### Data listing
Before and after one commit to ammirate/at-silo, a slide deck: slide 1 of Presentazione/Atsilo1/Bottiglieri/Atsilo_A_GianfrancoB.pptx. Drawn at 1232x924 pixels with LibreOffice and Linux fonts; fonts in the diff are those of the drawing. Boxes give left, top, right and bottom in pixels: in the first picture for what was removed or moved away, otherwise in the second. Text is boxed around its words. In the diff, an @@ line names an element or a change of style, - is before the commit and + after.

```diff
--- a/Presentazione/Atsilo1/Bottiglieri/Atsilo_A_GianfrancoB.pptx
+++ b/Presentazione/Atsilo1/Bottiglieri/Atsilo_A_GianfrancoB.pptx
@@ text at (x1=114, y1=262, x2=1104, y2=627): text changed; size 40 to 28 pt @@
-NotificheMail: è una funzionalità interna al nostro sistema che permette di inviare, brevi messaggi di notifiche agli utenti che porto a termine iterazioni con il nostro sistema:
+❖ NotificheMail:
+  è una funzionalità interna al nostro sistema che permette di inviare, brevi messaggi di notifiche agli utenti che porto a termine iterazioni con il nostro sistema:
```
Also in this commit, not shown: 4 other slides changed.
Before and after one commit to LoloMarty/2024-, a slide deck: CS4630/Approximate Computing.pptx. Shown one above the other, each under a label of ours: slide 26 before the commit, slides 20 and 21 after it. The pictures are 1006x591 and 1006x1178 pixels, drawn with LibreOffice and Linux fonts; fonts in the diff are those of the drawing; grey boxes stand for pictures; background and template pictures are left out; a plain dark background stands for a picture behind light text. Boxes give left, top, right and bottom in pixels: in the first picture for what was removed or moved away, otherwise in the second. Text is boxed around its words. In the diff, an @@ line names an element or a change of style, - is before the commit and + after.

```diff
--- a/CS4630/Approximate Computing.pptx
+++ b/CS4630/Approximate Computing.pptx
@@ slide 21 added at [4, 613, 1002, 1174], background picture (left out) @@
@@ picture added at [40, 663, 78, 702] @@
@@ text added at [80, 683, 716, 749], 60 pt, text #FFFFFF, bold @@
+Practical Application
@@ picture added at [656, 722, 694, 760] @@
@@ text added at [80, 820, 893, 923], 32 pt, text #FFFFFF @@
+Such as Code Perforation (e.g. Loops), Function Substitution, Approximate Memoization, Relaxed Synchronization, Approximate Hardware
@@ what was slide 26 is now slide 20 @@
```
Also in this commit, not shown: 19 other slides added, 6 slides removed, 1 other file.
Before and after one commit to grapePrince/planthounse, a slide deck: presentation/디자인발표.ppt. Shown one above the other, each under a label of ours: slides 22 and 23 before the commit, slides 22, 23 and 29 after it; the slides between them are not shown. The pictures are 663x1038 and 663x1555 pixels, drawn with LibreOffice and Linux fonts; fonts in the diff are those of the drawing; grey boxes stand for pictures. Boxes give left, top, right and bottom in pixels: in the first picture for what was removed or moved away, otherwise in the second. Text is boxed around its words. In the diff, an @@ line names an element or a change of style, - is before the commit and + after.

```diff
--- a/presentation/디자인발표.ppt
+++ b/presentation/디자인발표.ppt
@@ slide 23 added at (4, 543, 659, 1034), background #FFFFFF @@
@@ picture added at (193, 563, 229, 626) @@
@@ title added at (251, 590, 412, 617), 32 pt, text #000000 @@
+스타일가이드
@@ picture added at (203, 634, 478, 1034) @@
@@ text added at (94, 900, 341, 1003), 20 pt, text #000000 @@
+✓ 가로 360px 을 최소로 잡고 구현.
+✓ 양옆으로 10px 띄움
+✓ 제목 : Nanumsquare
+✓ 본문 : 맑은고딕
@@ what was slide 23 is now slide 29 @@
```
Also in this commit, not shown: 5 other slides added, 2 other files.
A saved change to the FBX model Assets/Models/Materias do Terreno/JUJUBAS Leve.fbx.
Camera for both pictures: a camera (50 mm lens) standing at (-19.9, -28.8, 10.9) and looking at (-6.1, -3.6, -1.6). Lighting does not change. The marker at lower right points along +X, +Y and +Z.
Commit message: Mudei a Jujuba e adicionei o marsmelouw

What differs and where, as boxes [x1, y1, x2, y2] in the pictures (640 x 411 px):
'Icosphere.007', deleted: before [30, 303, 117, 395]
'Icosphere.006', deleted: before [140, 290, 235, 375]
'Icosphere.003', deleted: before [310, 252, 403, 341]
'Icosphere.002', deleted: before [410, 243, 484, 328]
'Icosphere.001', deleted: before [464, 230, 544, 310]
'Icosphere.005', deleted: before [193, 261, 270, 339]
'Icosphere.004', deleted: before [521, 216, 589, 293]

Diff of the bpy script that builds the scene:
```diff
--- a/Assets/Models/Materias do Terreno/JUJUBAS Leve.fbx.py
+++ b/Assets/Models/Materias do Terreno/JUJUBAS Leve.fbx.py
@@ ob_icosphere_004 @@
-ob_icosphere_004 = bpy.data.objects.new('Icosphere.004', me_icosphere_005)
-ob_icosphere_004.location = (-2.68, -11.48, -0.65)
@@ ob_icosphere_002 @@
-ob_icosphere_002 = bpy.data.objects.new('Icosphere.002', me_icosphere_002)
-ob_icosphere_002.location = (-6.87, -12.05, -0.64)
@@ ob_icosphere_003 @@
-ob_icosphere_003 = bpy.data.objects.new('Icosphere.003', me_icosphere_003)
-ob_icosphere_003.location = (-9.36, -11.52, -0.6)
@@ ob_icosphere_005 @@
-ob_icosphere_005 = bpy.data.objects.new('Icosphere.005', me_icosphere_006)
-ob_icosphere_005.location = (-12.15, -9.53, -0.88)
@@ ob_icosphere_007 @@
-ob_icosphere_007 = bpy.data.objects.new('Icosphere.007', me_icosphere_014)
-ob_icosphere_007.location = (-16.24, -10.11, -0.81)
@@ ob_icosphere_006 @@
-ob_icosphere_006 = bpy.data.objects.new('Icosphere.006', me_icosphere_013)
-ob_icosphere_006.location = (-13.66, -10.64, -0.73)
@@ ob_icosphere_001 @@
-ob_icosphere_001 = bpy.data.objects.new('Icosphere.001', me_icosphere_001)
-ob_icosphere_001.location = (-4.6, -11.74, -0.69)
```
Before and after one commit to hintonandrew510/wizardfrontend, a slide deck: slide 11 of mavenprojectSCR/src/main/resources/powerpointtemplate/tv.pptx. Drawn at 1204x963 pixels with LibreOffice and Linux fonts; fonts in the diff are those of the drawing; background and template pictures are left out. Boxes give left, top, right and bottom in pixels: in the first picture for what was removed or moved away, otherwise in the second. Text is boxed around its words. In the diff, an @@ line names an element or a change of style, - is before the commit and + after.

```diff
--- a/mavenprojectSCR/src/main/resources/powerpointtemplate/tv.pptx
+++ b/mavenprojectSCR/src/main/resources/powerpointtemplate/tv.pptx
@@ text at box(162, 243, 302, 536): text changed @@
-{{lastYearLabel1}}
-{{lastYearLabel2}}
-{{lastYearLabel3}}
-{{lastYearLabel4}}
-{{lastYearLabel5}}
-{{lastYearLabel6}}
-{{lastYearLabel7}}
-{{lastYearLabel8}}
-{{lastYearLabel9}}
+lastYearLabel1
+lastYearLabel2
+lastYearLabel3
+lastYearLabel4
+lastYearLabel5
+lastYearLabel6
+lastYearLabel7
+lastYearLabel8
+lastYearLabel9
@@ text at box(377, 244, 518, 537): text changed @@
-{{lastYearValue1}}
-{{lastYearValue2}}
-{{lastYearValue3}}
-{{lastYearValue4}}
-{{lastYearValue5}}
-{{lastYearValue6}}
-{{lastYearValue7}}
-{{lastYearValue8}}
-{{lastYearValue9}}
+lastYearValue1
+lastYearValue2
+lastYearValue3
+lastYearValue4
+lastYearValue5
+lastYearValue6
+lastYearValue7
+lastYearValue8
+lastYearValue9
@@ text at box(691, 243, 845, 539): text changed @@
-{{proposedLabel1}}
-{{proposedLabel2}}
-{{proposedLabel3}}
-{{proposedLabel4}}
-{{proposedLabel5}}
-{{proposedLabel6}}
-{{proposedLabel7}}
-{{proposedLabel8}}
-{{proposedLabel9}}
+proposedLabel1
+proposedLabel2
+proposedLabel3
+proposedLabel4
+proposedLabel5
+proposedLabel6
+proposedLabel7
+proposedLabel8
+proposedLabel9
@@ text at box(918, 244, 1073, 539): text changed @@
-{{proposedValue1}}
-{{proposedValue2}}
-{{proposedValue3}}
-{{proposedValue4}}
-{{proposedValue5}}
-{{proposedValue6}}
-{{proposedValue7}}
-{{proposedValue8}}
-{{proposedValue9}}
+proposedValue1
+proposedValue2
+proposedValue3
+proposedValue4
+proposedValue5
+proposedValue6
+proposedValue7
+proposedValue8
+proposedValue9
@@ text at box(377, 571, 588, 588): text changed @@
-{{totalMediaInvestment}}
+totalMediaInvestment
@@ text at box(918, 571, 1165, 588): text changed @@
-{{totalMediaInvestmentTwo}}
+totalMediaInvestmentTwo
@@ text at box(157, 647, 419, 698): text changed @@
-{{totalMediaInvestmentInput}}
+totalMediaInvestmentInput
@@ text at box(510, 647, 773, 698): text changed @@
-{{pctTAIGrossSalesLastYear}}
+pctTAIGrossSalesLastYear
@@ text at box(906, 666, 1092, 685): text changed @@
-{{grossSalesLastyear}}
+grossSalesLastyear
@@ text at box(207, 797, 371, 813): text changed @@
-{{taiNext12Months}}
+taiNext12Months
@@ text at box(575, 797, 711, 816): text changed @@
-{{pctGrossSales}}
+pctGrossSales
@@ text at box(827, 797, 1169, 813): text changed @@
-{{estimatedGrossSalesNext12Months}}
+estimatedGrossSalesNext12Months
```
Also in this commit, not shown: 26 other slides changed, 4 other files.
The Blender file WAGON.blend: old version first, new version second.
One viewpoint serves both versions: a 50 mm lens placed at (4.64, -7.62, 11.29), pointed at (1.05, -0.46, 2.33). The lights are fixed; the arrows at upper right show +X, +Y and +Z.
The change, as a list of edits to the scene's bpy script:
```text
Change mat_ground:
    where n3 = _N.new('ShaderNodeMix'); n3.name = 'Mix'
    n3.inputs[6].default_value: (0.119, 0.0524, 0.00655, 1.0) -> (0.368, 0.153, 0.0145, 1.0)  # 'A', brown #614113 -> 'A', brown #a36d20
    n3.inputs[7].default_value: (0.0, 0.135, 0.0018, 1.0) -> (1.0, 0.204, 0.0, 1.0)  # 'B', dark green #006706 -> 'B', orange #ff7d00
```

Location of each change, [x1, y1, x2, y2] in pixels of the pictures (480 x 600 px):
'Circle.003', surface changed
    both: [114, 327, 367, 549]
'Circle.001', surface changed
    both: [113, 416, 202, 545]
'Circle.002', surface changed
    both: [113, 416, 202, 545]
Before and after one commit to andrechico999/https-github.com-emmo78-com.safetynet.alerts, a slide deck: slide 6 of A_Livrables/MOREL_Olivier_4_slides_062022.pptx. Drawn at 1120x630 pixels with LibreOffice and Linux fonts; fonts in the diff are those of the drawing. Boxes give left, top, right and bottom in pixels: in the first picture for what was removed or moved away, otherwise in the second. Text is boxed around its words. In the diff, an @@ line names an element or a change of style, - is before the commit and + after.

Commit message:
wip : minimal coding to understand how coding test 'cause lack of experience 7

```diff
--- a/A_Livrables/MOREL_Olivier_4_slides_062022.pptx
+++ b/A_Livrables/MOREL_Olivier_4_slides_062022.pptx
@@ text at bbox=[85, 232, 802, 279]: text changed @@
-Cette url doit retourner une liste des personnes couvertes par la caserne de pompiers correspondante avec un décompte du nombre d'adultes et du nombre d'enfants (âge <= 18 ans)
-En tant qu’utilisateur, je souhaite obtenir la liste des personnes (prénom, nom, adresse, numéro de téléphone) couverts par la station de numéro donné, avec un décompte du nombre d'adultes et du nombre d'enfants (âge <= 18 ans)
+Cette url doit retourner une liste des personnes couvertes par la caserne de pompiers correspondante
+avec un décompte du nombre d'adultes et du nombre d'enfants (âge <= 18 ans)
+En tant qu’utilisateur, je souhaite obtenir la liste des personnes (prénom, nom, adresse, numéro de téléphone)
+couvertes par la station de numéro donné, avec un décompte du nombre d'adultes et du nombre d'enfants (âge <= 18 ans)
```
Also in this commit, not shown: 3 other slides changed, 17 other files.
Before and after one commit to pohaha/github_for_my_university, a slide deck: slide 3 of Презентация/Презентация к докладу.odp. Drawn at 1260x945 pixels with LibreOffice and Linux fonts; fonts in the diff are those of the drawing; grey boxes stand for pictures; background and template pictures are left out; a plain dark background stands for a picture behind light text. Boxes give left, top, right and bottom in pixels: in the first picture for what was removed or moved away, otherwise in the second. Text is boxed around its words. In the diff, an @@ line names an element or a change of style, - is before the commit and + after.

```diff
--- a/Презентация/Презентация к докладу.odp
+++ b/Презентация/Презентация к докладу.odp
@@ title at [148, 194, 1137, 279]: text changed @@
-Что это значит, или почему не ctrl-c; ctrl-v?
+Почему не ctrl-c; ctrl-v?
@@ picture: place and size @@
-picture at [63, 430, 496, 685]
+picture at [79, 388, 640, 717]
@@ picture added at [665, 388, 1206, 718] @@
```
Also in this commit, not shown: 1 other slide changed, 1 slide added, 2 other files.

### About this exercise
Wherever the string "scene" appears in the entries above, list that line.

### Answer space
Diff of the bpy script that builds the scene:
The change, as a list of edits to the scene's bpy script:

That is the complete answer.